Antibiotic Drug Nanocarriers for Probing of Multidrug ABC Membrane Transporter of Bacillus subtilis

Multidrug membrane transporters can extrude a wide range of substrates, which cause multidrug resistance and ineffective treatment of diseases. In this study, we used three different sized antibiotic drug nanocarriers to study their size-dependent inhibitory effects against Bacillus subtilis. We functionalized 2.4 +/- 0.7, 13.0 +/- 3.1, and 92.6 +/- 4.4 nm silver nanoparticles (Ag NPs) with a monolayer of 11-amino-1-undecanethiol and covalently linked them with antibiotics (ofloxacin, Oflx). The labeling ratios of antibiotics with NPs are 8.6 X 10(2) , 9.4 x 10(3) , and 6.5 X 10(5)Oflx molecules per NP, respectively.
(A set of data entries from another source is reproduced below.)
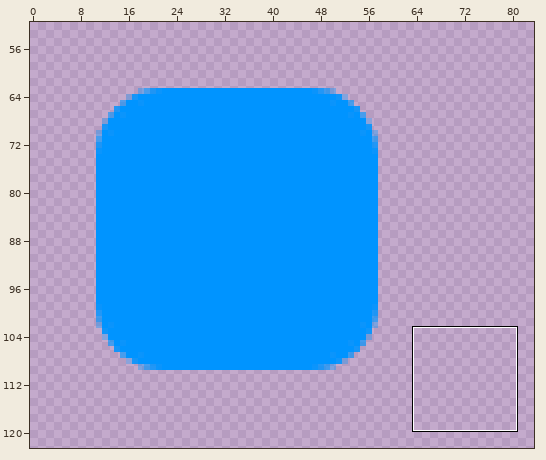
Two versions of one sprite sheet, android/assets/textures/textures.png. Above, an overview of the earlier version with the close-up marked.
Close-up. Before the edit:
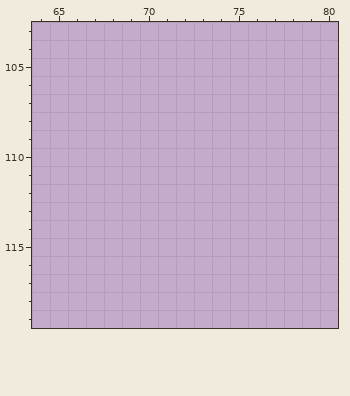
The file is 128x64 pixels. Pixels under 10% opacity are left out. Colours within 5 levels of each other are drawn and written as one. Shown: x 64..80, y 103..119. The old version is drawn lined up with the new one, on the new canvas. The wide view leaves out empty margins. The commit also changed other parts of the picture, which this record leaves out.
Palette (. is transparent): 
Once edited:
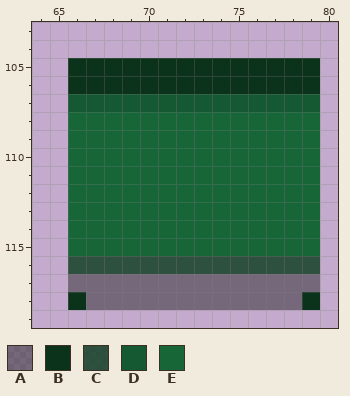
Colours new in this view: A #1c1c1c76  B #0b331c  C #1a462ce3  D #145931  E #176638
Difference:
canvas 128x64 -> 128x128, the old top-left corner now at -45,60 (the part of the old canvas that was cut away was empty and is not shown)
Changed rows in their new state; - is an unchanged pixel.
first column x 66:
105 BBBBBBBBBBBBBB
106 BBBBBBBBBBBBBB
107 DDDDDDDDDDDDDD
108 EEEEEEEEEEEEEE
109 EEEEEEEEEEEEEE
110 EEEEEEEEEEEEEE
111 EEEEEEEEEEEEEE
112 EEEEEEEEEEEEEE
113 EEEEEEEEEEEEEE
114 EEEEEEEEEEEEEE
115 EEEEEEEEEEEEEE
116 CCCCCCCCCCCCCC
117 AAAAAAAAAAAAAA
118 BAAAAAAAAAAAAB
Changed places in both close-ups, as pixel boxes (x1, y1, x2, y2):
added: (68, 58, 320, 310)

We designed cell culture medium in which both BmrA and Delta BmrA cells grew and functioned normally while ensuring the stabilities of nanocarriers (nonaggregation). These approaches allow us to quantitatively study the dependence of their inhibitory effect against two isogenic strains of B. subtilis, WT (normal expression of BmrA) and Delta mrA (deletion of bmrA), upon the NP size, antibiotic dose, and BmrA expression. Our results show that the inhibitory effects of nanocarriers highly depend on NP size and antibiotic dose. The same amount of Oflx on 2.4 +/- 0.7, 13.0 +/- 3.1, and 92.6 +/- 4.4 nm nanocarriers shows the 3X lower, nearly the same, and 10x higher inhibitory effects than that of free Oflx, against both WT and Delta BmrA, respectively. Control experiments of the respective sized AgMUNH2 NPs (absence of Oflx) show insignificant inhibitory effects toward both strains. Taken together, the results show multiple factors, such as labeling ratios, multivalent effects, and pharmacodynamics (Oflx localization and distribution), which might play the roles in the size-dependent inhibitory effects on the growth of both WT and Delta BmrA strains. Interestingly, the inhibitory effects of nanocarriers are independent of the expression of BmrA, which could be attributed to the higher of of nanocarriers by other membrane transporters in both strains.